Passado duas semanas, voltei à cidade de
Ana Laura. Cheguei à noitinha. Não disse nada a ninguém. Não iria ficar sem
ela. Era a mulher da minha vida. Iria propor fugir naquela noite mesmo comigo.
Ela iria decidir. Se não iria ficar ali junto a ela e morrer. Minha vida não
tinha mais sentido sem ela. Tentando me desviar das pessoas e não ser visto,
cheguei e bati a porta. Se o atirador estivesse lá que seja. Não me importava
mais. Ela abriu a porta e entrei. Falei o que tinha de falar. Nos abraços,
beijamos e ela fez as malas. Pequena, pouca coisa. Saímos sorrateiramente.
Eu tinha poucas economias. Ela tinha
algum. Pegamos o trem noturno para a capital. A levei a casa dos meus pais.
Cinco dias depois partimos para o interior de Minas. Ela já havia me contado
tudo. Era casada com o capitão Levegildo. Intitulavam-se “Polícia de captura’”.
Era um valente militar que passava dias e dias a procura de bandidos em
diversas cidades. Ela não gostava dele. Sabia que não teríamos paz em lugar
nenhum. Ele iria nos procurar em todos os lugares. Tinha amigos poderosos.
Durante seis meses ficamos escondidos
perto de Guajará Mirim. Uma casinha pequena de pau-a-pique. Trabalhava em uma
fazenda de café. Aceitaram-me como auxiliar de escrita. Salário pequeno. Dava
para as despesas. Vivi com Ana Laura os mais belos dias de minha vida. Contava
as horas e minutos que voltaria para casa. Ela me recebia como um príncipe.

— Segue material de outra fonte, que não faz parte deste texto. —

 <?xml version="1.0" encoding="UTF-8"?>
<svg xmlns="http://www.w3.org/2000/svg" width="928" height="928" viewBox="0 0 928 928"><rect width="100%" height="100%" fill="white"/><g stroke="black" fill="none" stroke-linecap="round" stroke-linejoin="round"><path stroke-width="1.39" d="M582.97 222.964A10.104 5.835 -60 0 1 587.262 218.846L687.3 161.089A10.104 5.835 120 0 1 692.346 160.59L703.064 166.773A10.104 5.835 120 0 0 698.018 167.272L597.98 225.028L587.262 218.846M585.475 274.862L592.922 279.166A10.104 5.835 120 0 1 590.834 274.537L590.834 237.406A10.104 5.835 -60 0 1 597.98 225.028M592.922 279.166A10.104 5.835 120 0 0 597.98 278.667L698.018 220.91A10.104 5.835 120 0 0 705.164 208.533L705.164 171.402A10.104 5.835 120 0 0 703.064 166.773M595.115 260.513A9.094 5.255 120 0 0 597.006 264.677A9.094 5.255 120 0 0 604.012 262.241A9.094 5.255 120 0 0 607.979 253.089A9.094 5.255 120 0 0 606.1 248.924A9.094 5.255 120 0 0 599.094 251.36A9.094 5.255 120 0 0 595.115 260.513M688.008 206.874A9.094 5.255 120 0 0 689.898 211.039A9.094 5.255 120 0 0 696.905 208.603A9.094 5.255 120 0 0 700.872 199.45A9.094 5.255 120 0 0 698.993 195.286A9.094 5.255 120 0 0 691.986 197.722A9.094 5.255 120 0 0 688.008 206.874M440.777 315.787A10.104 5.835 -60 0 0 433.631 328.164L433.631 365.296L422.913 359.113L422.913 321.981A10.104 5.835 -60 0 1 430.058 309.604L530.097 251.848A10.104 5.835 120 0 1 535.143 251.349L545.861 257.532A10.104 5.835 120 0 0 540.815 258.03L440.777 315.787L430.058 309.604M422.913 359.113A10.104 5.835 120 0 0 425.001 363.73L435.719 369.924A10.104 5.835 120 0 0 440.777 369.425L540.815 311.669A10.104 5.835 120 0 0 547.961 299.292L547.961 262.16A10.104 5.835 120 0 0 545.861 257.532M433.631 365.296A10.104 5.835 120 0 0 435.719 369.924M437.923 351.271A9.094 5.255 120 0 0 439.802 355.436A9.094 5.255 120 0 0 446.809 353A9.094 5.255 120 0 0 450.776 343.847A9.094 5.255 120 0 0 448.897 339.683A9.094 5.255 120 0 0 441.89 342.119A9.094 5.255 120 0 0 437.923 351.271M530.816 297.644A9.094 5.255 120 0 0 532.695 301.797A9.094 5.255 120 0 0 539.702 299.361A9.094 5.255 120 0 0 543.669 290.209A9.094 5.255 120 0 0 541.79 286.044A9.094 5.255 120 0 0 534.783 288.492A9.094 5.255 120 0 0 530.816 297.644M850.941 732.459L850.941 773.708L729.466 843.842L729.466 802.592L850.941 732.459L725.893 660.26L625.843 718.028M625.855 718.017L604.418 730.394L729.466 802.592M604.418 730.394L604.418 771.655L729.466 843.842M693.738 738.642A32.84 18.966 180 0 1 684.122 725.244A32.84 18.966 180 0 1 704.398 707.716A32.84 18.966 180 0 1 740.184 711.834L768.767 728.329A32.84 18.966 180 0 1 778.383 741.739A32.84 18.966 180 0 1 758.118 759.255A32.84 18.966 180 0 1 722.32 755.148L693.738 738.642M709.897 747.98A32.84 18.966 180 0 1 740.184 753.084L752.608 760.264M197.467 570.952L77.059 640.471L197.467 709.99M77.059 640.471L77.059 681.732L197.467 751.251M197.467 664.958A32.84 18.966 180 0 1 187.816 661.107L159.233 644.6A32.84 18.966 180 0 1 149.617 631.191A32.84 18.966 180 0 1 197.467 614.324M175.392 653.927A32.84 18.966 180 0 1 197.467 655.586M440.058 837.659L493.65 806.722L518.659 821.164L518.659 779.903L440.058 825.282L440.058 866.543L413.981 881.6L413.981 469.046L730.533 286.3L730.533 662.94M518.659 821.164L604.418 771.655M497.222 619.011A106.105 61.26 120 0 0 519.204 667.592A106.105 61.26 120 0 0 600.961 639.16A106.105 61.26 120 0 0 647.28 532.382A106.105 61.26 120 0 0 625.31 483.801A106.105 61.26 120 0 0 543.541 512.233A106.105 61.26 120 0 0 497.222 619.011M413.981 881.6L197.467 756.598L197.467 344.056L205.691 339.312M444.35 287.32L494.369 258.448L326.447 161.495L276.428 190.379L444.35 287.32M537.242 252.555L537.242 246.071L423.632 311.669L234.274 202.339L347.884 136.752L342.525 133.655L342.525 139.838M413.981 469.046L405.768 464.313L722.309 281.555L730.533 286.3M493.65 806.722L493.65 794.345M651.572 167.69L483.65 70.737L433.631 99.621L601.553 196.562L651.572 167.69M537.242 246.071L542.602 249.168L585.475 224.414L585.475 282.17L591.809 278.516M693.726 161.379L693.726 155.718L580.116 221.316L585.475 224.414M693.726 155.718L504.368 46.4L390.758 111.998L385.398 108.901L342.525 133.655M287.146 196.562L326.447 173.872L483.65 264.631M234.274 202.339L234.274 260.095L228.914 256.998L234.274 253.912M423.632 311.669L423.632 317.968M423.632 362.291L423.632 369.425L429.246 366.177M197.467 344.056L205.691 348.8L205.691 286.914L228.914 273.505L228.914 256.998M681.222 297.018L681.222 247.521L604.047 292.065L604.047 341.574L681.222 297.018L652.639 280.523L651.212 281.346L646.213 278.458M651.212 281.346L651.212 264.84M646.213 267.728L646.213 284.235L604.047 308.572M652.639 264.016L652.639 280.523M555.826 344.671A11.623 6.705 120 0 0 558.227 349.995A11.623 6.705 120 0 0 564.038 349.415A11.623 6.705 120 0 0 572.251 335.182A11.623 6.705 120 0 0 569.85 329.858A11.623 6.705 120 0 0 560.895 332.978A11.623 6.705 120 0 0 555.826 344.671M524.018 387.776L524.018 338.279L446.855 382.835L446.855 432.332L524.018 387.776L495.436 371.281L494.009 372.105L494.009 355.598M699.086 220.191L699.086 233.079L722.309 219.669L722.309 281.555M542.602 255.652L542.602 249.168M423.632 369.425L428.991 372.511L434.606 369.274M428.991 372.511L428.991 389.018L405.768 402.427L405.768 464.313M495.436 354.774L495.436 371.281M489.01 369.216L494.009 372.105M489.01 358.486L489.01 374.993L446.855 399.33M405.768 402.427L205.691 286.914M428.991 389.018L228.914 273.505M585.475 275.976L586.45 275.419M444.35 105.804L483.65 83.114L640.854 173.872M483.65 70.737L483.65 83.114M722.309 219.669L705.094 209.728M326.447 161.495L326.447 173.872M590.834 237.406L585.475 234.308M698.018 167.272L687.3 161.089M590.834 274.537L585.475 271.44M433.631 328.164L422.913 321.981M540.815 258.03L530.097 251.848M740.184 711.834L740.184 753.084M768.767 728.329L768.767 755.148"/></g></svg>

Casa humilde. Caixotes servindo de cadeira. Fogão a lenha. Luz de lamparina,
uma esteira como cama de casal.
Uma manhã vi diversos cavalos na venda do
Zé das Quantas. Sabia quem eram. Corri em casa, juntei alguns trapos e sai com
Ana Laura correndo em sentido contrário à estrada de chegada. Andamos a pé
quase a noite toda. Cedinho chegamos a Tarumim, e lá pegamos um ônibus para
Visconde de Avelar. Ficamos uns dias na pensão da dona Matilde. No quinto dia
vi que não iria conseguir nenhum emprego naquela cidade. Andava de volta a
pensão quando um tiro ecoou. Olhei e lá estava o filho da puta do capitão a rir
e atirar em mim.
Escondi-me nuns espinheiros próximo ao rio
Peroba. Já noite alta fui como um fantasma até a pensão. Ana Laura estava lá,
sentada na sala, e ao seu lado o capitão Levegildo. Entrei por uma janela e ele
não me viu. Por trás peguei uma cadeira e soquei com força em sua cabeça. Caiu
desmaiado ou morto não sei. Eu e Ana Laura juntamos nossos trapos e partimos de
novo a pé como sempre. Não havia ônibus àquela hora.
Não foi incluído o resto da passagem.